Happy New Year to City A.M. readers!
Writing a regular newspaper column is a lot like dancing: it takes two to tango.
Suffice it to say, while I’ve kept the flame alive these past enervating lockdown months via ceaseless articles detailing the bottomless gloom of 2020, I’m delighted that 2021 may generally bring more positive things for us to (at the very least) begin to talk about. Some up-tempo music is in sight at last.
To catch you up on what has been going on in the world of political risk, I think it’s instructive to look at the 10 most read of my 160 pieces (that’s not a typo) over this past fraught year, to give you the lay of the land as we move forward together at City A.M.
The most popular pieces of these past 12 months fall neatly into three major political risk stories which have dominated my reader’s attention.

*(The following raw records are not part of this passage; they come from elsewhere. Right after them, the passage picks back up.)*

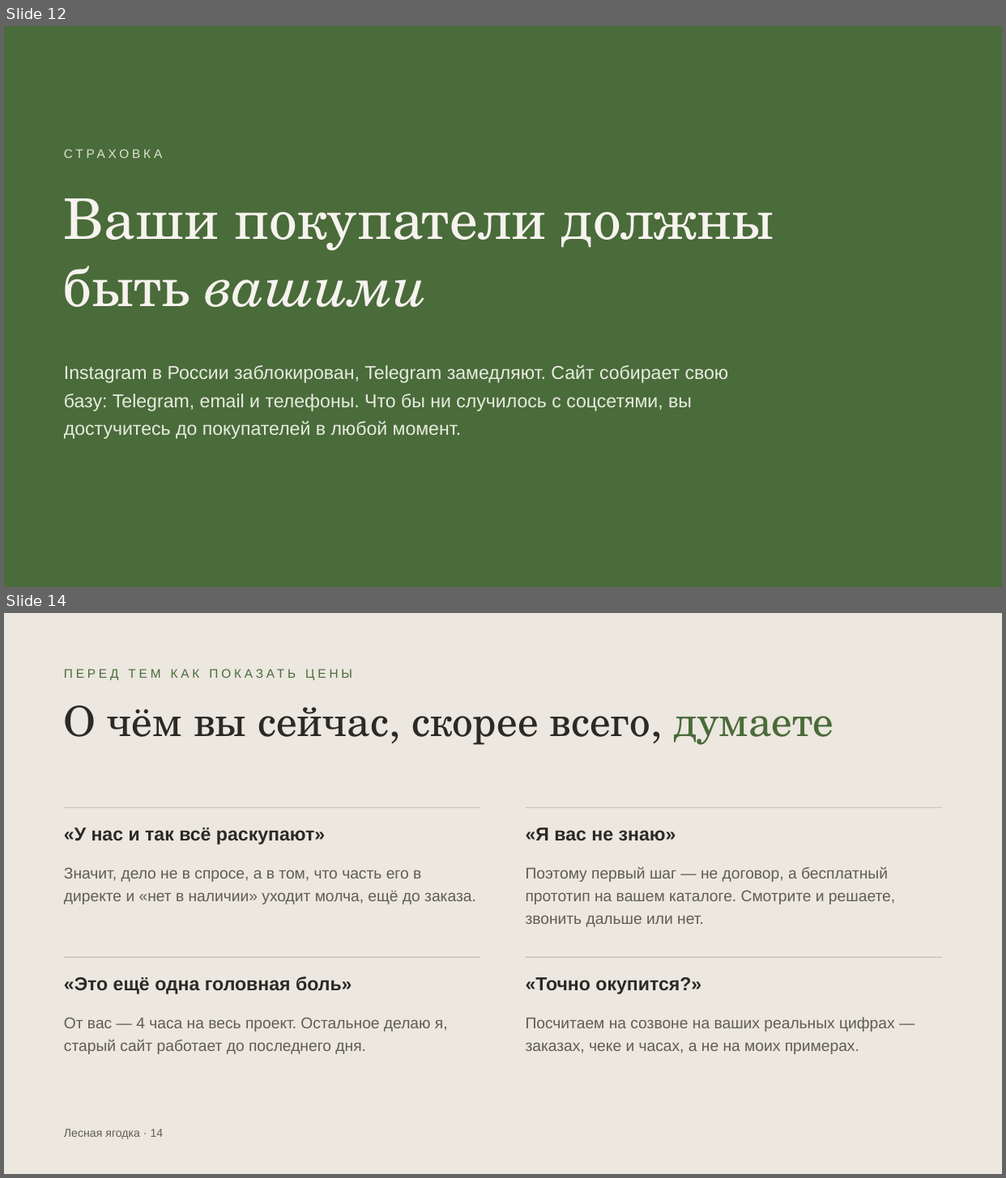
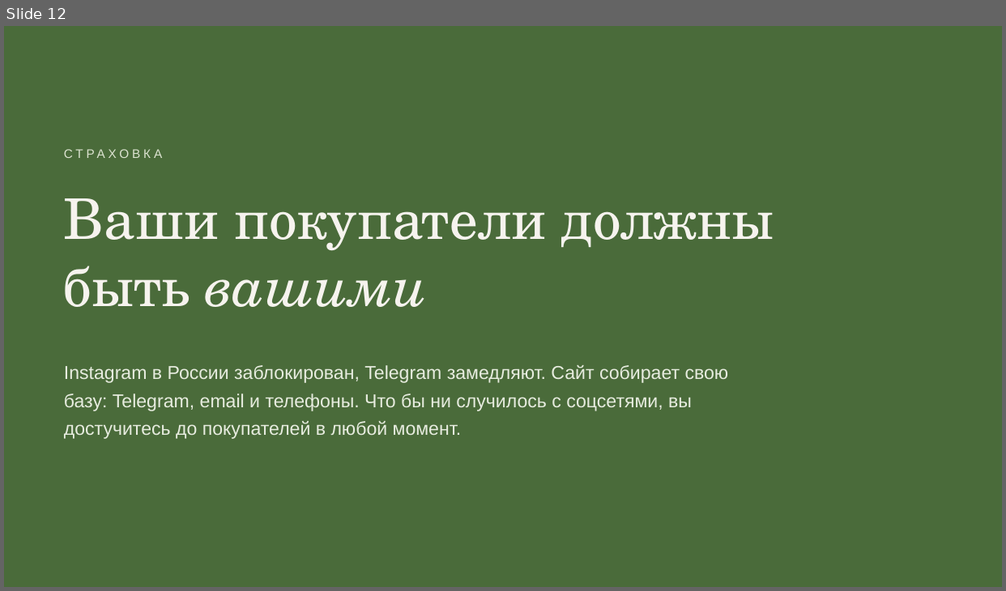
Before and after one commit to ellischment/svoya_ferma, a slide deck: docs/preview/lesnaya-yagodka-predlozhenie.pptx. Shown one above the other, each under a label of ours: slides 12 and 14 before the commit, slide 12 after it; the slides between them are not shown. The pictures are 1006x1178 and 1006x591 pixels, drawn with LibreOffice and Linux fonts; fonts in the diff are those of the drawing. Boxes give left, top, right and bottom in pixels: in the first picture for what was removed or moved away, otherwise in the second. Text is boxed around its words. In the diff, an @@ line names an element or a change of style, - is before the commit and + after.

```diff
--- a/docs/preview/lesnaya-yagodka-predlozhenie.pptx
+++ b/docs/preview/lesnaya-yagodka-predlozhenie.pptx
@@ slide 14 removed at [4,613,1002,1174], background #ECE7DF @@
@@ text removed at [64,666,942,692] @@
-ПЕРЕД ТЕМ КАК ПОКАЗАТЬ ЦЕНЫ
@@ text removed at [64,705,834,745] @@
-О чём вы сейчас, скорее всего, думаете
@@ line removed from (64, 807) to (481, 807) @@
@@ text removed at [64,828,325,845] @@
-«У нас и так всё раскупают»
@@ line removed from (525, 807) to (942, 807) @@
@@ text removed at [526,828,676,841] @@
-«Я вас не знаю»
@@ text removed at [64,867,476,905] @@
-Значит, дело не в спросе, а в том, что часть его в директе и «нет в наличии» уходит молча, ещё до заказа.
@@ text removed at [526,867,895,927] @@
-Поэтому первый шаг — не договор, а бесплатный прототип на вашем каталоге. Смотрите и решаете, звонить дальше или нет.
@@ line removed from (64, 957) to (481, 957) @@
@@ text removed at [64,977,352,995] @@
-«Это ещё одна головная боль»
@@ line removed from (525, 957) to (942, 957) @@
@@ text removed at [526,977,701,995] @@
-«Точно окупится?»
@@ text removed at [64,1017,448,1054] @@
-От вас — 4 часа на весь проект. Остальное делаю я, старый сайт работает до последнего дня.
@@ text removed at [526,1017,895,1054] @@
-Посчитаем на созвоне на ваших реальных цифрах — заказах, чеке и часах, а не на моих примерах.
@@ text removed at [64,1129,164,1139] @@
-Лесная ягодка · 14
```
Also in this commit, not shown: 6 slides changed, 2 other slides removed.

First, and ironically the least important, there has been great interest in the American presidential election.
Throughout this past unforgettable year, former vice president Joe Biden maintained a clear lead over the incumbent, Donald Trump, largely due to the latter’s bungling of Covid-19.
As recently as October 2020, the Real Clear Politics aggregator of polls had Biden ahead by fully 10 points nationally (52 to 42 per cent), with the average on election day falling just slightly to a still comfortable 51 to 44 per cent.
However, in the end, the pollsters got it wrong again, almost as badly their doleful performance in 2016, when Hillary Clinton’s victory was blithely and almost universally assured. In the key battleground states (and as we all now know America votes primarily state-by-state), Biden bested Trump by only an eyelash, winning them on average 49.4 to 49.3 per cent, the thinnest of margins.
Having to run the gauntlet of toss-up states, Trump surprisingly carried Ohio, Florida, Iowa, and North Carolina, while losing (but by little enough to warrant multiple recounts) in Wisconsin, Georgia, Pennsylvania, Arizona and Michigan.
Suffice to say, America remains a highly polarised and evenly divided country.
Congressional results surprised many as well (though I’m delighted to say not my political risk firm). The Democrats narrowly held the House, though Republicans startled the pundits in picking up 10 seats. The Senate — with two Georgia run-offs on 5 January still to go — is likely to remain Republican, with the GOP up 50 to 48 seats at present.
All this division paradoxically confirms — as I’ve said in the face of much skepticism these past contentious months — the wisdom of the American founders.
Divided governments such as the one Americans ended up voting for in November historically yield the highest rates of GDP growth and stock market returns, as they force compromise on those who don’t wish to make them, transforming partisans into grown-ups. Look now for a far more moderate domestic policy than seemed likely from Biden, as that’s what the political configuration allows.
The second major story of the past months relates directly to the coronavirus, an event that early on I called as the political risk event of a generation.
Externally, China’s criminal culpability in allowing its spread has seeped into the global consciousness; for example, polling across Europe has seen a dizzying 20-point drop in how people on the continent view the emerging superpower.
Initially, the key policy question was how to avoid the two sea monsters of an even more devastating pandemic outcome (such as the Spanish Flu of 1918–20), while at the same time escaping the clutches of a ghastly global depression.
This was — and is — a vital political risk argument that has a long way to go. For my part, since the earliest days of the pandemic, I have been more worried in political risk terms about avoiding another Great Depression, not due to a lack of compassion but precisely because of a fervent desire to spare the entire world from the horrors of the 1930s revisited. With vaccines on the horizon (easily the best news of the year), now it is time to save our economic wellbeing beyond all else.
Finally, and perhaps most importantly for our new era, the looming of the Sino-American Cold War — a prediction I made in our yearly prognostication column in January — was entirely on the money.
The impressive geopolitical legacy of recently retired Prime Minister Shinzo Abe of Japan, the new Sino-Iranian alliance, tensions in the high Himalayas between rising India and China, the geostrategic importance of the Asian rimland, and the rise of democratic institutions like the strategic Quad (US, Japan, India, and Australia), and the geo-economic CPTPP, all can and must be seen through the lens of the Sino-American contest for dominance in Asia.
Becoming ever clearer in the past six months, this bipolar superpower contest, with its locus in Asia, is the single most important geopolitical fact of our new era. This will remain the case far into the future.
Beyond the standard interest in the American election story, the predominant new focus on the pandemic and Asia does, to put it mildly, not describe the world we obsessed about just a year ago. But as the songwriter Dominic Riccitello put it so well: “The only reason time seems to be moving rather fast is that sometimes we’re too busy living in the past.”
And that, dear readers, this column promises resolutely not to do. Happy New Year.